EXERCISE REQUIREMENTS:
Scan the records below for the string "Zostavax" and return every line where it appears.

Stored records:
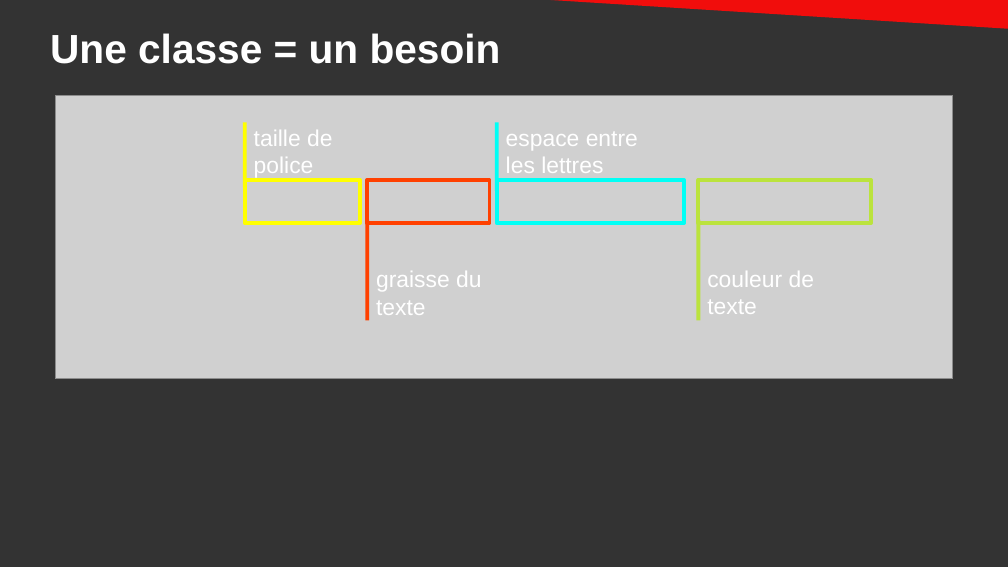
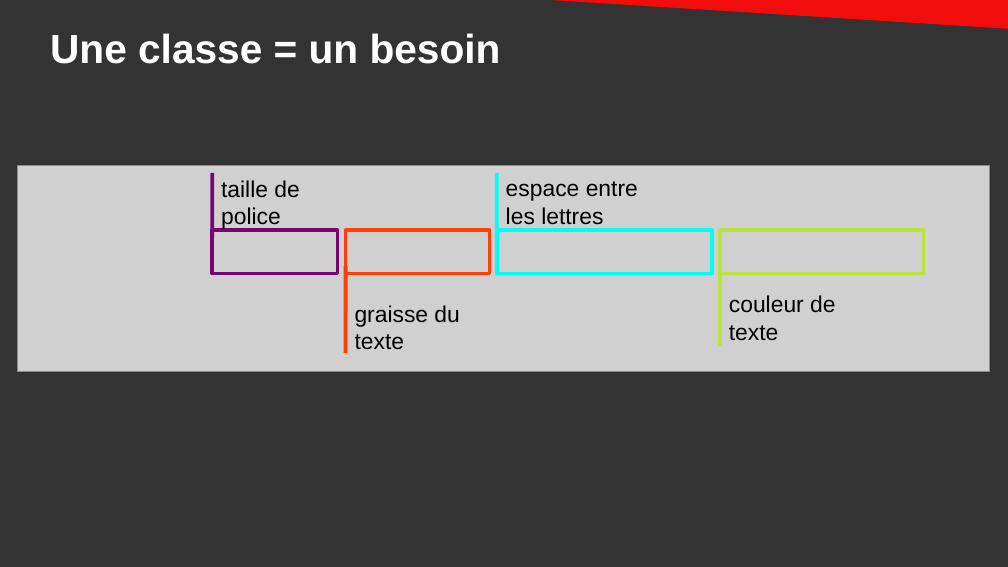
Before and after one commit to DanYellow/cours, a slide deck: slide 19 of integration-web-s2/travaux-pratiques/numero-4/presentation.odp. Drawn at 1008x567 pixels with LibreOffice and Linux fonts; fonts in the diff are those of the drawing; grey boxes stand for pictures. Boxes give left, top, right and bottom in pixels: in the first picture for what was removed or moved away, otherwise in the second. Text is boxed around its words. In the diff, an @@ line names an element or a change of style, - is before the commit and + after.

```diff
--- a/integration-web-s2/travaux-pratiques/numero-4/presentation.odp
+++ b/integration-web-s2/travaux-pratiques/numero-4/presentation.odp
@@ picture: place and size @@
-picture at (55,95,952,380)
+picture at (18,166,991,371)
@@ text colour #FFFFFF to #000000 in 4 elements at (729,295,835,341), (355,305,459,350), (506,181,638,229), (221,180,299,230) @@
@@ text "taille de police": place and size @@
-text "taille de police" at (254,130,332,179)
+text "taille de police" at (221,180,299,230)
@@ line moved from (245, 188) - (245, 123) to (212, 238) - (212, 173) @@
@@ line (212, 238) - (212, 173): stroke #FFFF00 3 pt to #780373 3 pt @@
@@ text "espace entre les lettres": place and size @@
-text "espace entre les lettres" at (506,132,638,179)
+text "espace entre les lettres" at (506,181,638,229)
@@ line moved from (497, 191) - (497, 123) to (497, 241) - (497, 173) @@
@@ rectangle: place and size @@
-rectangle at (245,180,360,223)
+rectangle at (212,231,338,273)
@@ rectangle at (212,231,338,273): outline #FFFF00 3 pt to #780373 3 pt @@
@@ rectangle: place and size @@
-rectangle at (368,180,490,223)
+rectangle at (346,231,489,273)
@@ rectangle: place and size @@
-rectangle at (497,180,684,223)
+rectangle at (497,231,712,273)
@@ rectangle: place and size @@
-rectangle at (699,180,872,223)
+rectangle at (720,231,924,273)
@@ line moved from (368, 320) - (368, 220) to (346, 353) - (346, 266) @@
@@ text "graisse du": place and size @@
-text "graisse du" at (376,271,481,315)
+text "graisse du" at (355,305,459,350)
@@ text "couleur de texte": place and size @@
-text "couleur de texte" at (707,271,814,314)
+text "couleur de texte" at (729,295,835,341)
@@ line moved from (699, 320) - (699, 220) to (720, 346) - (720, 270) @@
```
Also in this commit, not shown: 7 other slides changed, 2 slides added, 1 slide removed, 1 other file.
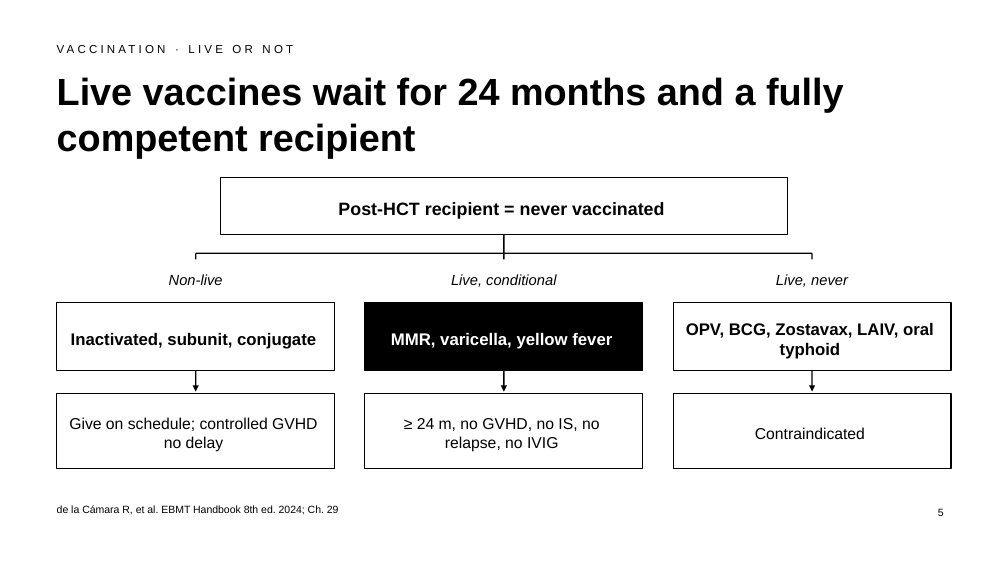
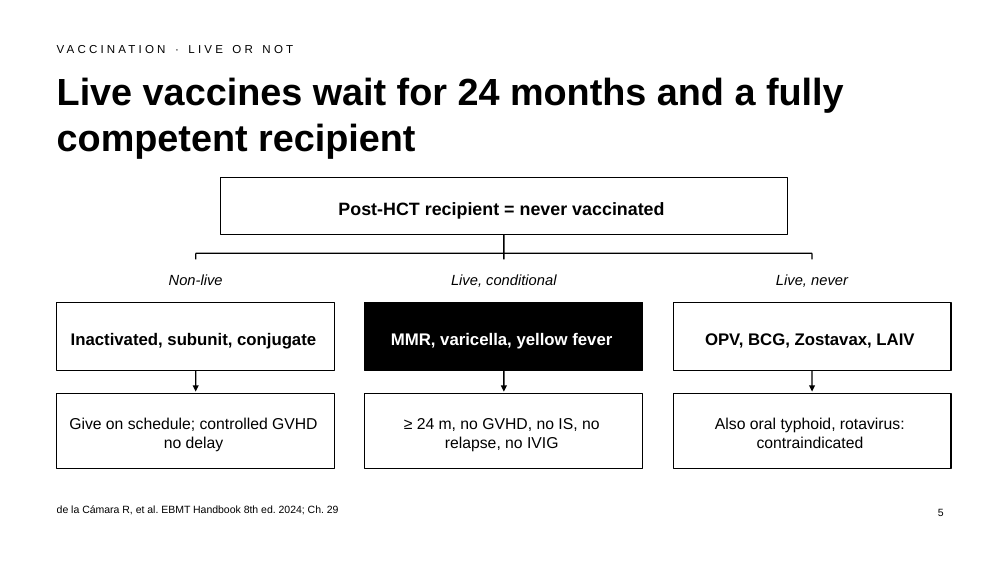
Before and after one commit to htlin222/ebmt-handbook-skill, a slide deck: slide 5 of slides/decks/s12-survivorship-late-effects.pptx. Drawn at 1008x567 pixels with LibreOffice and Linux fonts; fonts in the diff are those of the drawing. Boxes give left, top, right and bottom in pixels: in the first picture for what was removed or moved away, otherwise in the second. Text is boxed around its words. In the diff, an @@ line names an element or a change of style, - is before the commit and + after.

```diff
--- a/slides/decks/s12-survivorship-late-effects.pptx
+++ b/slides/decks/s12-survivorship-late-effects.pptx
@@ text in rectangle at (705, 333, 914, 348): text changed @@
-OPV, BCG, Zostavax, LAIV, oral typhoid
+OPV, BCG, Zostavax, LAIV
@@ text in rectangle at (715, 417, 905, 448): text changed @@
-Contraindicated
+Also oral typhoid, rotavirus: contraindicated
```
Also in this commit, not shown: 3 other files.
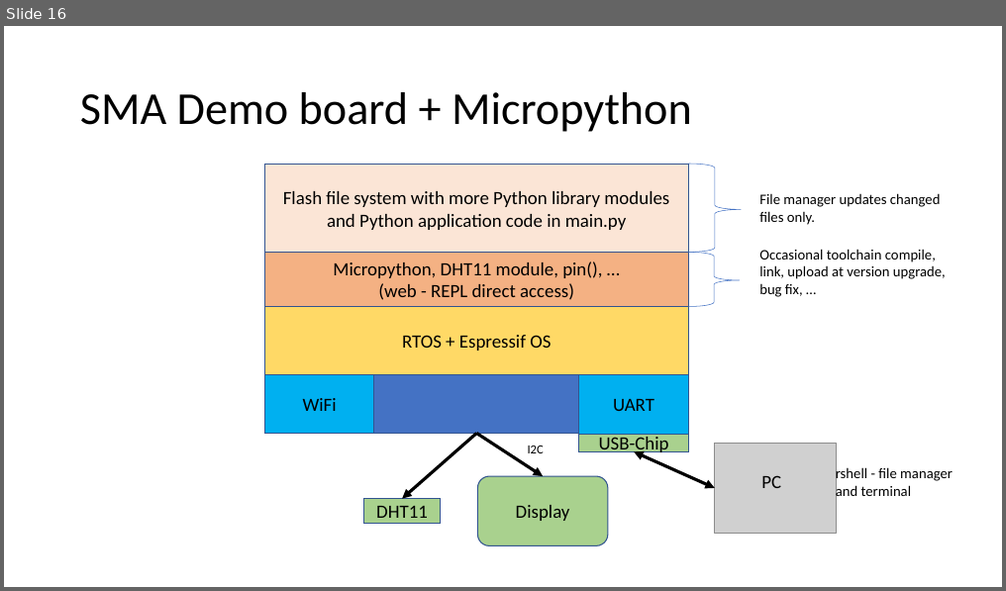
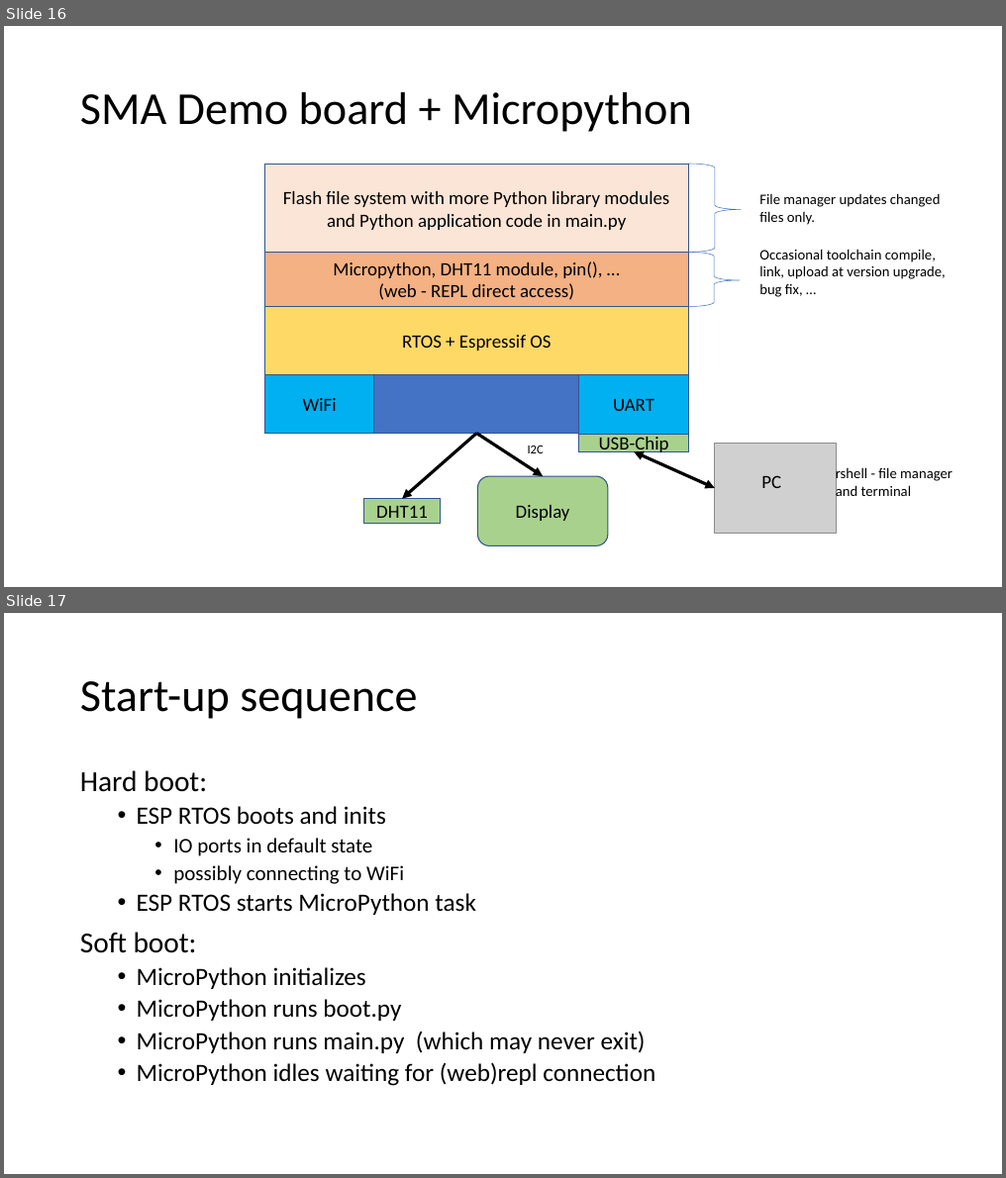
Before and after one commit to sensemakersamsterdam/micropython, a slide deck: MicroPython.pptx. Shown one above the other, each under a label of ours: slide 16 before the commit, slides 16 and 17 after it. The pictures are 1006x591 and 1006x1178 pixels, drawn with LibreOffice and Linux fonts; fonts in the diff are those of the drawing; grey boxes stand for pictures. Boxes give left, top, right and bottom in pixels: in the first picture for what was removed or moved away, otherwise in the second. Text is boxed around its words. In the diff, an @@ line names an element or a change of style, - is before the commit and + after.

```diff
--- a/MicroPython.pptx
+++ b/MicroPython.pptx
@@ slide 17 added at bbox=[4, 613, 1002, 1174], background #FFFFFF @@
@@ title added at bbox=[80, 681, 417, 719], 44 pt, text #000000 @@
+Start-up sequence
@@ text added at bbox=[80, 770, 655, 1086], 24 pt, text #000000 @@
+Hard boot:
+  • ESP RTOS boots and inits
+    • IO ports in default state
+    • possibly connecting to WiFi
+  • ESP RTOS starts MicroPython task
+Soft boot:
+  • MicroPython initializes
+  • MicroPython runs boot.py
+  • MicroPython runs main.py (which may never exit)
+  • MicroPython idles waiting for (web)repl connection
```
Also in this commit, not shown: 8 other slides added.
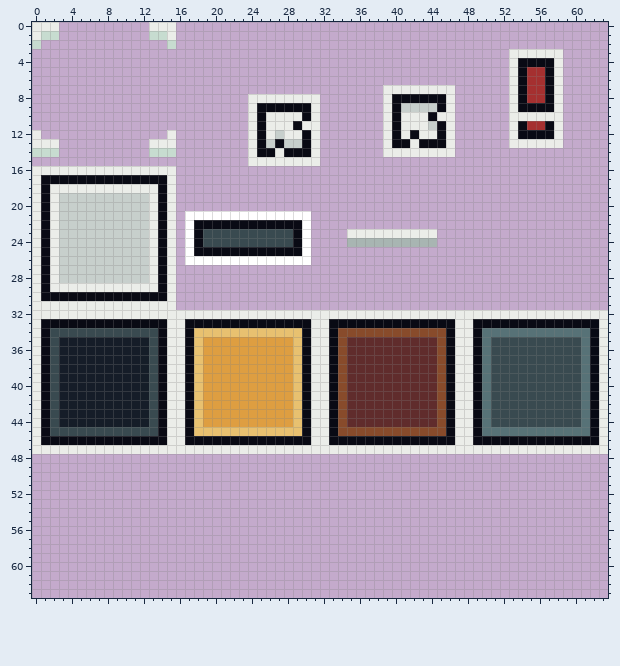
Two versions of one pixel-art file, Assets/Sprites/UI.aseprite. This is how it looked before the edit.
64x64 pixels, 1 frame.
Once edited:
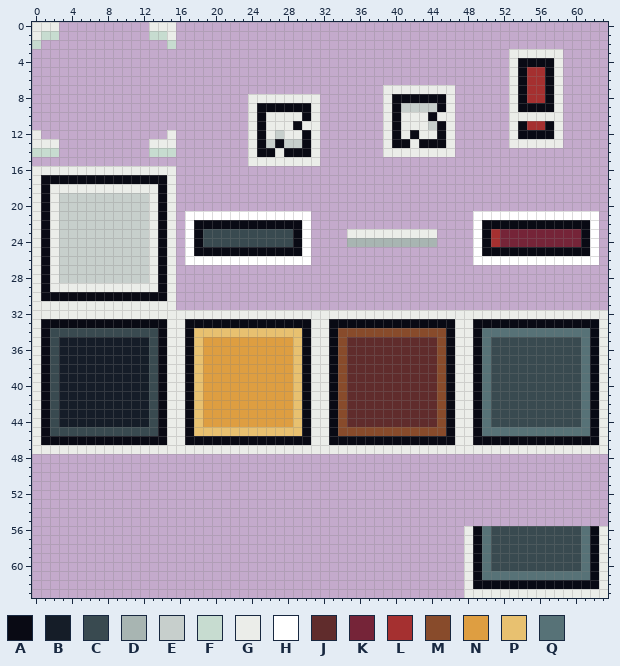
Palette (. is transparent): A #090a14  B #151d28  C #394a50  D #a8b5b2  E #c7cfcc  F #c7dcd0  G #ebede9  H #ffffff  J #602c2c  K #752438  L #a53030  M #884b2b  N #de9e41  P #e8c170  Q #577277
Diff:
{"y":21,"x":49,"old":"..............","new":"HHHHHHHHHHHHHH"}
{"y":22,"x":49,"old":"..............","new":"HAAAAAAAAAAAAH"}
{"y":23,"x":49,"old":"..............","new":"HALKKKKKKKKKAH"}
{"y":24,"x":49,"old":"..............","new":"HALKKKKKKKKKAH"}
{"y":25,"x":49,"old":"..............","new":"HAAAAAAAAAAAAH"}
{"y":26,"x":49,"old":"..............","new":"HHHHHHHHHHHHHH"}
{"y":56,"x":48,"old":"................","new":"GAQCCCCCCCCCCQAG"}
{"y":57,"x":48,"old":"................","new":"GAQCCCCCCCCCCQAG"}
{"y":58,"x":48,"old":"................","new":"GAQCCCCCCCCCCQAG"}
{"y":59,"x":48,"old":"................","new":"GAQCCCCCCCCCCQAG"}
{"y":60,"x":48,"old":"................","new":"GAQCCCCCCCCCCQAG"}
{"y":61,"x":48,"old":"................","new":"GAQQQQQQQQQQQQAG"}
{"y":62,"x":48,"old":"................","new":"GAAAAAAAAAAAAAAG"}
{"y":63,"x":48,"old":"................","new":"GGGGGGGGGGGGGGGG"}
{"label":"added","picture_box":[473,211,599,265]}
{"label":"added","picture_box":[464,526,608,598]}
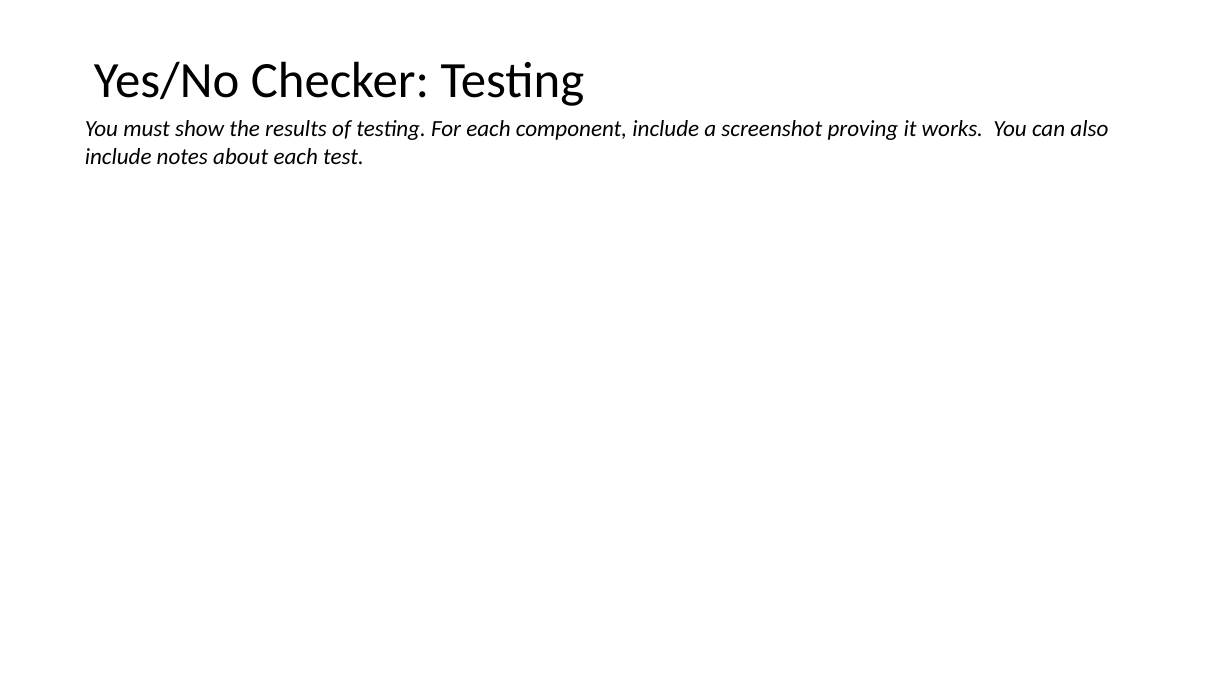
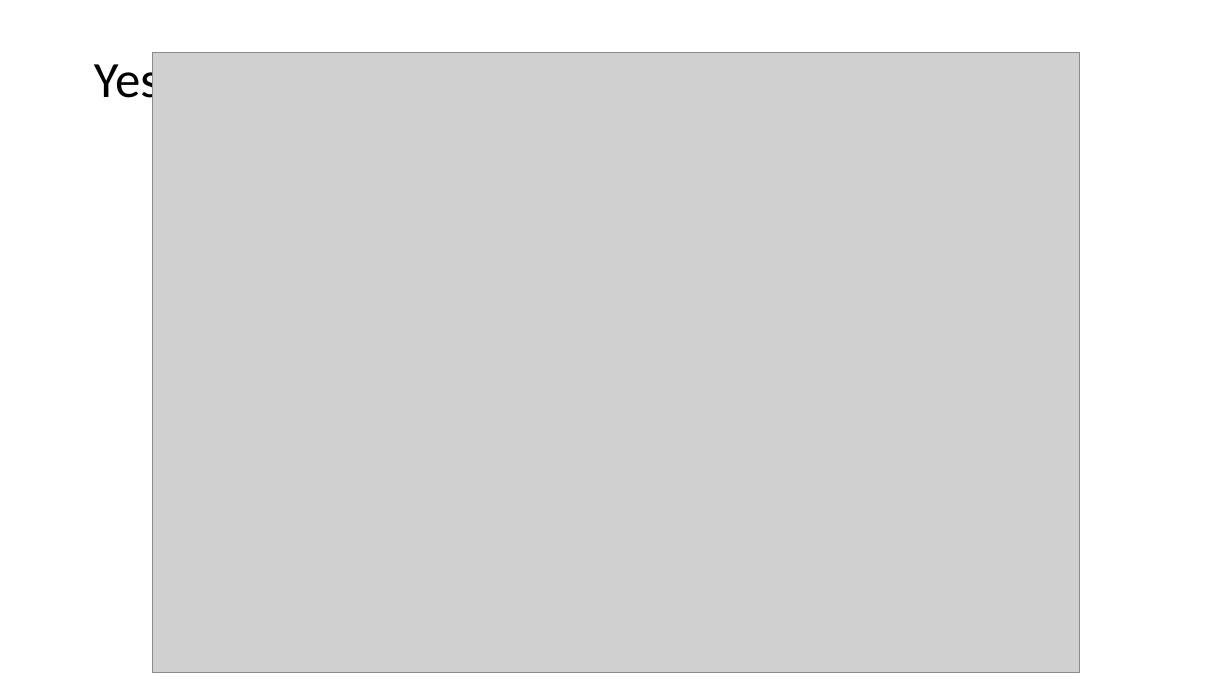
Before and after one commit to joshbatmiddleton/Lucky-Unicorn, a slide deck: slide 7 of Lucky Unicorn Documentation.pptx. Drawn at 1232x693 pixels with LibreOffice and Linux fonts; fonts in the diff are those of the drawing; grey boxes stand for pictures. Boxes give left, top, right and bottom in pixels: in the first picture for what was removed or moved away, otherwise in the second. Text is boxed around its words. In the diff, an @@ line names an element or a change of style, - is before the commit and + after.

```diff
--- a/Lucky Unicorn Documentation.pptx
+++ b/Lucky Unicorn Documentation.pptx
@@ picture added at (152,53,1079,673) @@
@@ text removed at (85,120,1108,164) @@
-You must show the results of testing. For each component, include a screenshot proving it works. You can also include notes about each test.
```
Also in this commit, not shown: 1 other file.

THE COMPLETED TASK:
-OPV, BCG, Zostavax, LAIV, oral typhoid
+OPV, BCG, Zostavax, LAIV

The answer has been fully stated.